Table parameters added by default

Parameter	Description	Remarks
connector	The type of the connector.	Set the value to kafka or upsert-kafka.
topic	The name of the topic.	Set the value to the name of the table that you declare in the Kafka JSON catalog.
properties.bootstrap.servers	The IP addresses or endpoints of Kafka brokers.	Set the value to the same as the value of the properties.bootstrap.servers parameter of the Kafka JSON catalog.
value.format	The format that the Flink Kafka connector uses to serialize or deserialize the value fields in a Kafka message.	Set the value to json.
value.fields-prefix	A custom prefix for all value fields in Kafka messages. You can configure this parameter to prevent name conflicts with the key fields or metadata fields.	Set the value to the same as the value of the value.fields-prefix parameter of the Kafka JSON catalog.
value.json.infer-schema.flatten-nested-columns.enable	Specifies whether to recursively expand nested columns in a JSON text when the value fields in the JSON-formatted Kafka message are parsed.	Set the value to the same as the value of the infer-schema.flatten-nested-columns.enable parameter of the Kafka JSON catalog.
value.json.infer-schema.primitive-as-string	Specifies whether to infer all basic types as the STRING type when the value fields in the JSON-formatted Kafka message are parsed.	Set the value to the same as the value of the infer-schema.primitive-as-string parameter of the Kafka JSON catalog.
value.fields-include	The policy that is used to process the key field when value fields are parsed.	Set the value to EXCEPT_KEY. If this parameter is set to EXCEPT_KEY, the key field is excluded when value fields are parsed. If the key field is specified, you must configure this parameter.

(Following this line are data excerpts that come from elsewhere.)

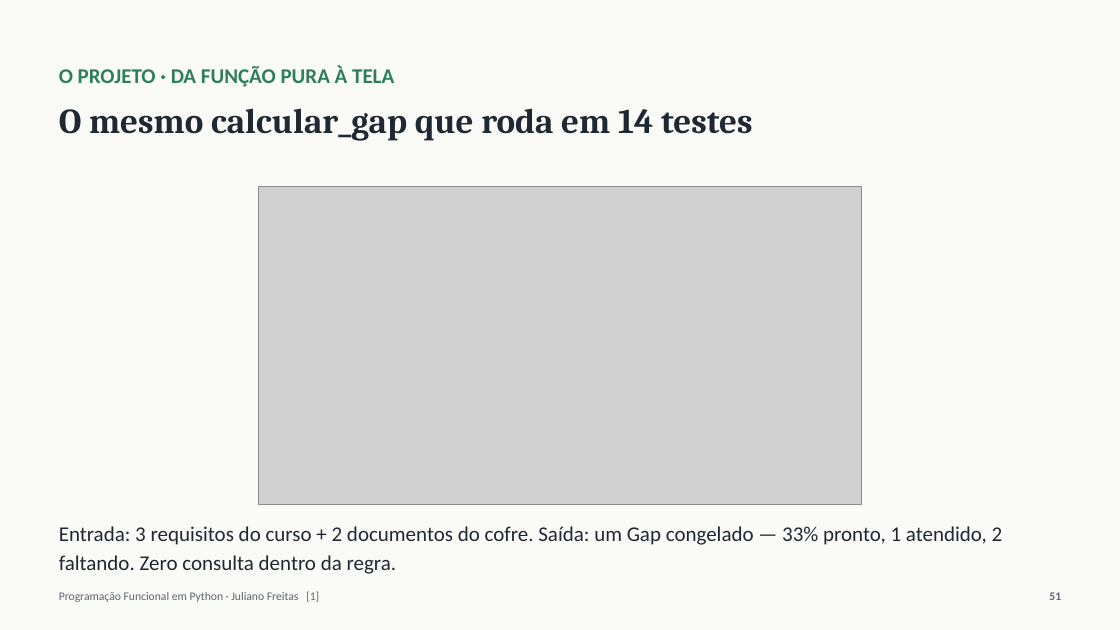
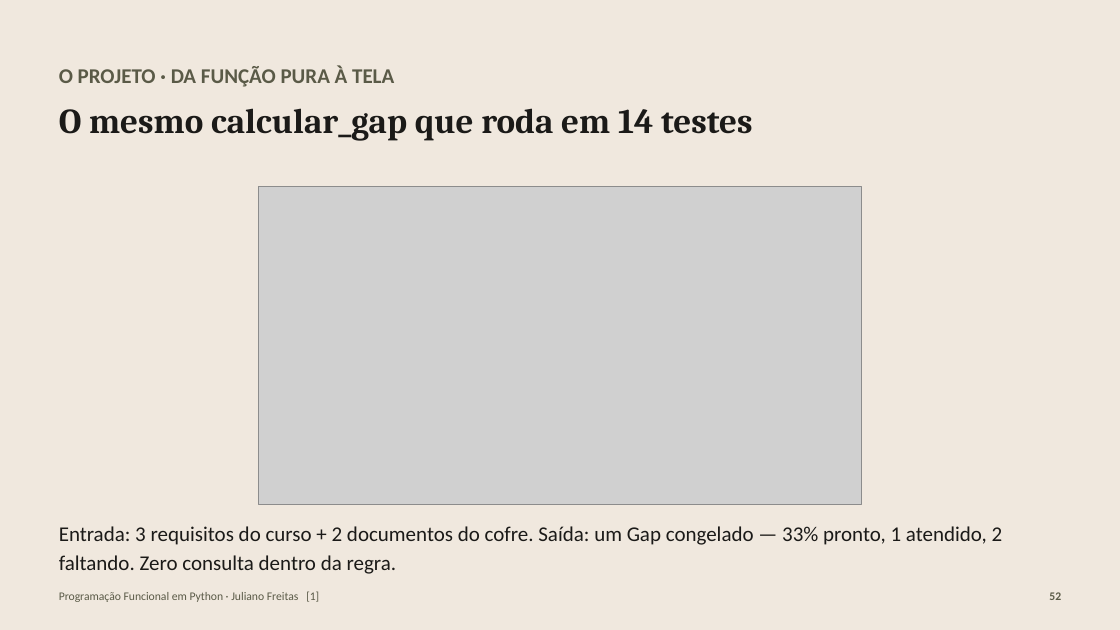
Before and after one commit to julianosfreitas/scrapping_italy, a slide deck: slide 52 of docs/PF-Python-Ponte-Italia.pptx (slide 51 before the commit). Drawn at 1120x630 pixels with LibreOffice and Linux fonts; fonts in the diff are those of the drawing; grey boxes stand for pictures. Boxes give left, top, right and bottom in pixels: in the first picture for what was removed or moved away, otherwise in the second. Text is boxed around its words. In the diff, an @@ line names an element or a change of style, - is before the commit and + after.

```diff
--- a/docs/PF-Python-Ponte-Italia.pptx
+++ b/docs/PF-Python-Ponte-Italia.pptx
@@ rectangle at [0,0,1120,630]: fill #FAFAF7 to #F0E8DE @@
@@ text "O PROJETO · DA FUNÇÃO ..." at [59,66,394,87]: text colour #2E7D5B to #5A5A47 @@
@@ text "O mesmo calcular_gap que roda ..." at [59,108,753,141]: text colour #1F2933 to #1B1A18 @@
@@ text "Entrada: 3 requisitos do curso ..." at [59,526,1003,574]: text colour #1F2933 to #1B1A18 @@
@@ text "Programação Funcional em Python · ..." at [59,591,319,602]: text colour #5B6670 to #5A5A47 @@
@@ text at [1049,592,1061,600]: text changed; text colour #5B6670 to #5A5A47 @@
-51
+52
```
Also in this commit, not shown: 60 other slides changed, 2 slides added, 4 other files.

key.format	The format that the Flink Kafka connector uses to serialize or deserialize the key field in a Kafka message.	Set the value to json or raw. If the key field is specified, you must configure this parameter. If the key field is specified but fails to be parsed, set the value of this parameter to raw. If the key field is specified and is parsed, set the value of this parameter to json.
key.fields-prefix	A custom prefix for all key fields in Kafka messages. You can configure this parameter to prevent name conflicts with the value fields.	Set the value to the same as the value of the key.fields-prefix parameter of the Kafka JSON catalog. If the key field is specified, you must configure this parameter.
key.fields	The fields that are parsed from the key field in a Kafka message.	The system automatically enters the key fields in the table. If the key field is specified and the table is not an Upsert Kafka table, you must configure this parameter.

Parameter	Description
${catalog_name}	The name of the Kafka JSON catalog.
${db_name}	The name of the Kafka cluster.
${topic_name}	The name of the Kafka topic.